Archive for the ‘– B 32 .- Justice et accidents de la route’ Category

*2010 100 € pour une vie !

13 juillet 2010

Le 08/08/2008 Cyril a perdu la vie dans un accident alors qu’il roulait à moto dans le cadre de son travail de mécanicien. Il testait sur la route la moto d’un client qu’il venait de réviser. Alors qu’il roulait sur une route nationale, la voiture d’un conducteur de 67 ans sortant du parking d’un centre commercial lui a coupé la route : pourtant  la visibilité était parfaite sur cette portion rectiligne sur 400m. Le conducteur n’a simplement pas regardé avant de s’engager.

Le 20/04/2010 cet homme a comparu devant le tribunal de Limoges après que la famille de Cyril ait déposé plainte pour « homicide involontaire par imprudence » et « infraction au code de la route » avec constitution de partie civile.

Le juge s’est basé sur le témoignage contestable d’un seul témoin quant à la vitesse de Cyril. Pourtant l’état des véhicules et leur éloignement après le choc confirment un impact à vitesse réduite. Le juge considèrera que la responsabilité de Cyril est engagée pour 30% dans cette collision.

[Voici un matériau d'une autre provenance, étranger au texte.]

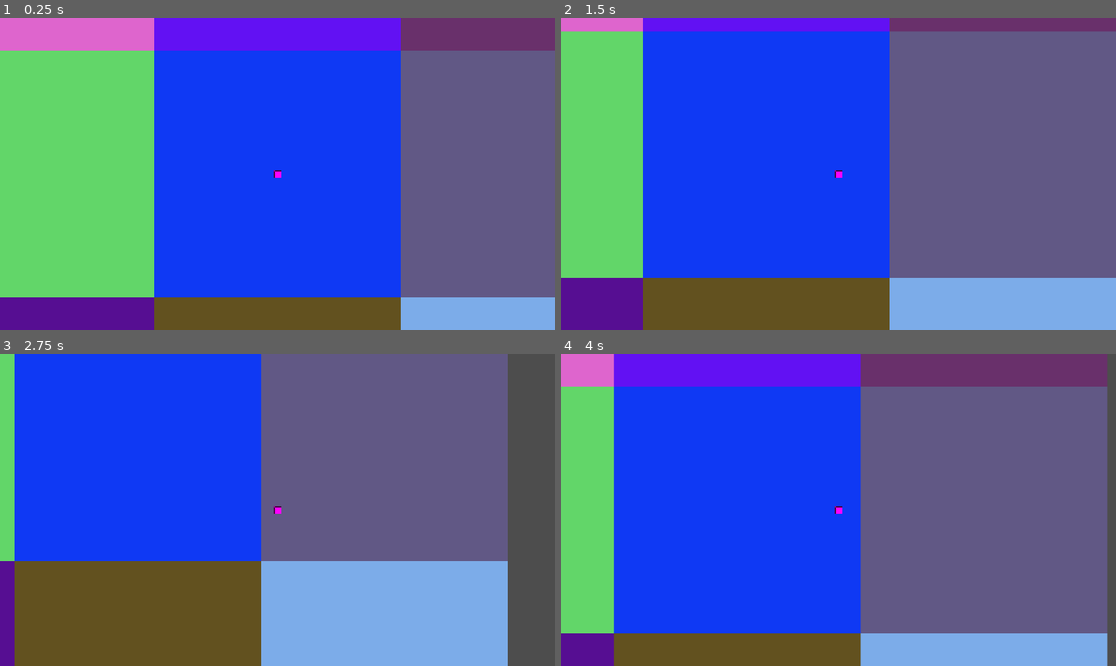
Above: before the commit, frames 1-4 (two rows, left to right).
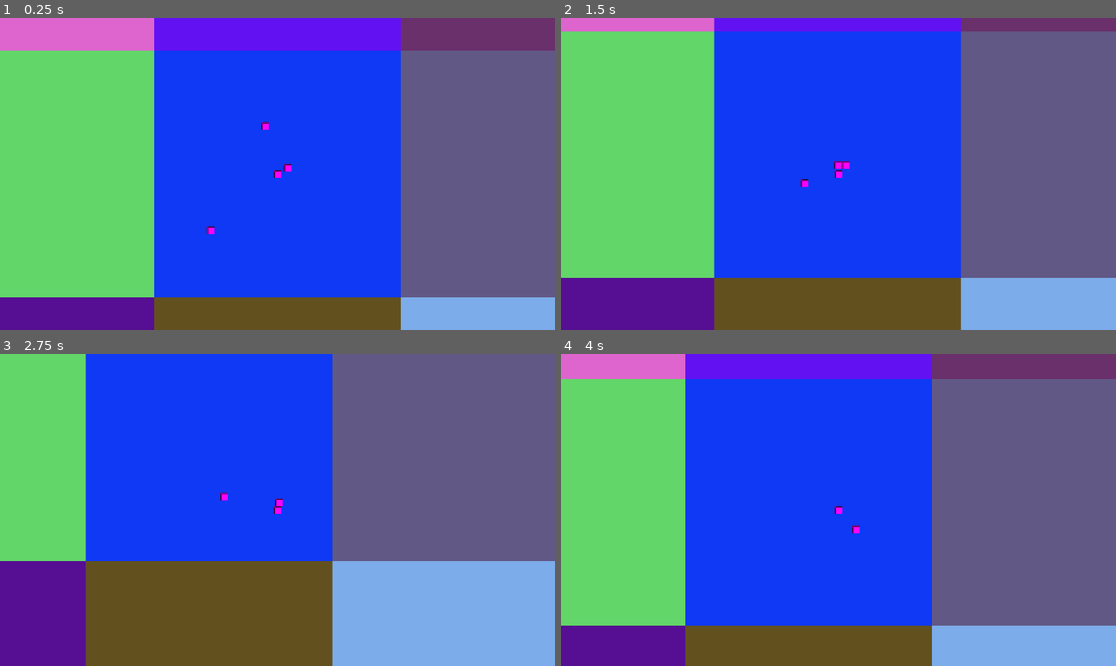
Above: after the commit, the same moments.

Repository: MRCLARK0/Cook_Craft_Die_Repeat
Game: Godot game, scene res://main/main.tscn
The game is run twice, just before and just after one commit, with the same random seed, the same clock (stepped at 60 frames per second) and the same inputs.
Inputs:
- Up to frame 1 (0.25 s): no input
- Up to frame 2 (1.5 s): hold Right (ui_right) 0.53-1.28 s; tap Space (attack, bound only after the commit) at 0.6, 1.35 s; hold Down (ui_down) from 1.28 s (still down)
- Up to frame 3 (2.75 s): release Down (ui_down) at 2.03 s; hold Right (ui_right) from 2.03 s (still down); tap Space (attack, bound only after the commit) at 2.1 s
- Up to frame 4 (4 s): release Right (ui_right) at 2.78 s; hold Up (ui_up) 2.78-3.53 s; tap Space (attack, bound only after the commit) at 2.85, 3.6 s; hold Left (ui_left) from 3.53 s (still down)

The runs differ from the first frame. In frame 1, 0.1% of the frame differs, in the area x 37-53%, y 33-70%; in frame 2, 26%; in frame 3, 34%, in the area x 2-100%, y 0-100%; in frame 4, 31%.

Commit message:
feat: core combat loop and ingredient drops functioning

Diff:
--- /dev/null
+++ b/entities/Enemy.gd
@@ -0,0 +1,47 @@
+extends CharacterBody2D
+
+signal enemy_defeated(pos: Vector2)
+
+@export var move_speed: float = 100.0
+@export var detection_radius: float = 150.0
+@export var health: int = 3
+
+var target: Node2D = null
+var wander_direction: Vector2 = Vector2.RIGHT.rotated(randf() * TAU)
+var wander_timer: float = 0.0
+
+func _ready() -> void:
+	$Area2D/CollisionShape2D.shape.radius = detection_radius
+	$Area2D.connect("body_entered", _on_body_entered)
+	$Area2D.connect("body_exited", _on_body_exited)
+
+func _physics_process(delta: float) -> void:
+	if target:
+		var direction := (target.global_position - global_position).normalized()
+		velocity = direction * move_speed
+	else:
+		wander_timer -= delta
+		if wander_timer <= 0.0:
+			wander_timer = randf_range(1.5, 3.0)
+			wander_direction = Vector2.RIGHT.rotated(randf() * TAU)
+		velocity = wander_direction * move_speed * 0.4
+
+	move_and_slide()
+
+func _on_body_entered(body: Node) -> void:
+	if body.is_in_group("player"):
+		target = body
+
+func _on_body_exited(body: Node) -> void:
+	if body == target:
+		target = null
+
+func take_damage(amount: int) -> void:
+	health -= amount
+	if health <= 0:
+		die()
+
+func die() -> void:
+	print("Enemy defeated! Dropping ingredient.")
+	emit_signal("enemy_defeated", global_position)
+	queue_free()
--- /dev/null
+++ b/entities/Enemy.tscn
@@ -0,0 +1,26 @@
+[gd_scene load_steps=5 format=3 uid="uid://cymfgqh7gyv35"]
+
+[ext_resource type="Script" uid="uid://dgbbmx64l8t36" path="res://entities/Enemy.gd" id="1_ixjfo"]
+
+[sub_resource type="PlaceholderTexture2D" id="PlaceholderTexture2D_d0yhi"]
+size = Vector2(16, 16)
+
+[sub_resource type="RectangleShape2D" id="RectangleShape2D_a23sr"]
+size = Vector2(16, 16)
+
+[sub_resource type="CircleShape2D" id="CircleShape2D_vec32"]
+radius = 100.0
+
+[node name="Enemy" type="CharacterBody2D" groups=["enemies"]]
+script = ExtResource("1_ixjfo")
+
+[node name="Sprite2D" type="Sprite2D" parent="."]
+texture = SubResource("PlaceholderTexture2D_d0yhi")
+
+[node name="CollisionShape2D" type="CollisionShape2D" parent="."]
+shape = SubResource("RectangleShape2D_a23sr")
+
+[node name="Area2D" type="Area2D" parent="."]
+
+[node name="CollisionShape2D" type="CollisionShape2D" parent="Area2D"]
+shape = SubResource("CircleShape2D_vec32")
--- /dev/null
+++ b/entities/IngredientPickup.gd
@@ -0,0 +1,11 @@
+extends Area2D
+
+@export var ingredient_name: String = "Mystery Meat"
+
+func _ready() -> void:
+	connect("body_entered", _on_body_entered)
+
+func _on_body_entered(body: Node) -> void:
+	if body.is_in_group("player"):
+		print("Picked up: ", ingredient_name)
+		queue_free()
--- /dev/null
+++ b/entities/IngredientPickup.tscn
@@ -0,0 +1,14 @@
+[gd_scene load_steps=3 format=3 uid="uid://cskf8wk7rtosj"]
+
+[ext_resource type="Script" uid="uid://bgch0g028l8e0" path="res://entities/IngredientPickup.gd" id="1_xxaec"]
+
+[sub_resource type="CircleShape2D" id="CircleShape2D_5xlx7"]
+radius = 25.0
+
+[node name="IngredientPickup" type="Area2D"]
+script = ExtResource("1_xxaec")
+
+[node name="Sprite2D" type="Sprite2D" parent="."]
+
+[node name="CollisionShape2D" type="CollisionShape2D" parent="."]
+shape = SubResource("CircleShape2D_5xlx7")
--- a/entities/Player.gd
+++ b/entities/Player.gd
@@ -1,6 +1,14 @@
 extends CharacterBody2D
 
 @export var move_speed: float  = 200.0
+@export var attack_range: float = 24.0
+@export var attack_cooldown: float = 0.4
+
+var can_attack: bool = true
+
+func _process(_delta):
+	if Input.is_action_just_pressed("attack") and can_attack:
+		perform_attack()
 
 func _physics_process(delta: float) -> void:
 	var input_vector := Vector2.ZERO
@@ -10,3 +18,12 @@
 
 	velocity = input_vector * move_speed
 	move_and_slide()
+
+func perform_attack():
+	can_attack = false
+	print("Player attacked!")
+	for body in get_tree().get_nodes_in_group("enemies"):
+		if global_position.distance_to(body.global_position) < attack_range:
+			body.take_damage(1)
+	await get_tree().create_timer(attack_cooldown).timeout
+	can_attack = true
--- a/entities/Player.tscn
+++ b/entities/Player.tscn
@@ -9,7 +9,7 @@
 [sub_resource type="RectangleShape2D" id="RectangleShape2D_eh0f6"]
 size = Vector2(16, 16)
 
-[node name="Player" type="CharacterBody2D"]
+[node name="Player" type="CharacterBody2D" groups=["player"]]
 script = ExtResource("1_ojs4q")
 
 [node name="Sprite2D" type="Sprite2D" parent="."]
--- a/project.godot
+++ b/project.godot
@@ -49,3 +49,8 @@
 , Object(InputEventKey,"resource_local_to_scene":false,"resource_name":"","device":-1,"window_id":0,"alt_pressed":false …(183 unchanged characters)…
 ]
 }
+attack={
+"deadzone": 0.2,
+"events": [Object(InputEventKey,"resource_local_to_scene":false,"resource_name":"","device":-1,"window_id":0,"alt_pressed":false,"shift_pressed":false,"ctrl_pressed":false,"meta_pressed":false,"pressed":false,"keycode":0,"physical_keycode":32,"key_label":0,"unicode":32,"location":0,"echo":false,"script":null)
+]
+}
--- a/world/Dungeon.gd
+++ b/world/Dungeon.gd
@@ -1,8 +1,12 @@
 extends Node2D
 
 @export var room_scene: PackedScene
+@export var enemy_scene: PackedScene
+@export var ingredient_scene: PackedScene
+
 @export var grid_size: int = 3 # simple 3x3 grid
 @onready var room_container: Node2D = $RoomContainer
+
 @onready var player: Node2D = $Player
 
 const ROOM_SIZE: int = 512
@@ -60,3 +64,31 @@
 
 func _on_enter_room(x: int, y: int) -> void:
 	print("Entered room: ", x, ", ", y)
+	center_camera_on_room(x, y)
+	spawn_enemies_in_room(x, y)
+
+func spawn_enemies_in_room(x: int, y: int) -> void:
+	var enemy_count := randi_range(1, 3)
+	for i in range(enemy_count):
+		var enemy = enemy_scene.instantiate()
+		enemy.global_position = Vector2(
+			x * ROOM_SIZE + randf_range(100, ROOM_SIZE - 100),
+			y * ROOM_SIZE + randf_range(100, ROOM_SIZE - 100),
+		)
+		enemy.connect("enemy_defeated", _on_enemy_defeated)
+		room_container.add_child(enemy)
+
+func _on_enemy_defeated(pos: Vector2) -> void:
+	var drop = ingredient_scene.instantiate()
+	drop.global_position = pos
+	room_container.add_child(drop)
+
+func center_camera_on_room(x: int, y: int) -> void:
+	# For now, this is a no-op since the camera follows the player automatically.
+	# In future, we might smoothly pan the camera or snap the player to the room center.
+	var center_pos := Vector2(
+		x * ROOM_SIZE + ROOM_SIZE / 2,
+		y * ROOM_SIZE + ROOM_SIZE /2
+	)
+	# Optional: reposition player for debugging / future transitions
+	# player.global_position = center_pos
--- a/world/Dungeon.tscn
+++ b/world/Dungeon.tscn
@@ -1,12 +1,16 @@
-[gd_scene load_steps=4 format=3 uid="uid://bow1p3ancxb6q"]
+[gd_scene load_steps=6 format=3 uid="uid://bow1p3ancxb6q"]
 
 [ext_resource type="Script" uid="uid://c28gri2wgapqs" path="res://world/Dungeon.gd" id="1_mtm5p"]
 [ext_resource type="PackedScene" uid="uid://1ct8rnkyxlbc" path="res://world/Room.tscn" id="2_veh6i"]
 [ext_resource type="PackedScene" uid="uid://cunwrpanshkn" path="res://entities/Player.tscn" id="3_iphg8"]
+[ext_resource type="PackedScene" uid="uid://cymfgqh7gyv35" path="res://entities/Enemy.tscn" id="3_pospp"]
+[ext_resource type="PackedScene" uid="uid://cskf8wk7rtosj" path="res://entities/IngredientPickup.tscn" id="4_5dsa0"]
 
 [node name="Dungeon" type="Node2D"]
 script = ExtResource("1_mtm5p")
 room_scene = ExtResource("2_veh6i")
+enemy_scene = ExtResource("3_pospp")
+ingredient_scene = ExtResource("4_5dsa0")
 
 [node name="Player" parent="." instance=ExtResource("3_iphg8")]
 z_index = 10
Not shown, added: entities/Enemy.gd.uid
Not shown, added: entities/IngredientPickup.gd.uid

Au cours de l’audience les parents de Cyril eurent le sentiments que le procès n’allait que dans un sens: victimiser le coupable et culpabiliser la victime. Forcément un jeune en moto est dangereux, forcément un jeune en moto roule toujours trop vite

Le conducteur de la voiture sera finalement condamné à 100 € d’amende pour infraction routière (refus de priorité) et 10 000 € avec sursis pour homicide involontaire. Aucune autre sanction ne sera prononcée, ni retrait de permis de conduire, ni même retrait de points !

Conclusion : Une infraction au code de la route entraînant mort d’homme c’est 100 € !  En d’autres termes la vie de Cyril aux yeux de ce juge ne vaut pas plus de 100 € (qui plus est entrent dans les caisses de l’Etat …).

Pour ce qui est des parents, on vous a tué votre gamin mais allez vous faire voir ailleurs !

Ahurissant ! Ahurissant d’incohérence ce jugement … D’un côté un refus de priorité, donc une infraction au code de la route, manifeste. De l’autre côté un hypothétique excès de vitesse puisque aucune expertise ne le confirme sur une portion de nationale à vitesse autorisée jusqu’à 70km/h !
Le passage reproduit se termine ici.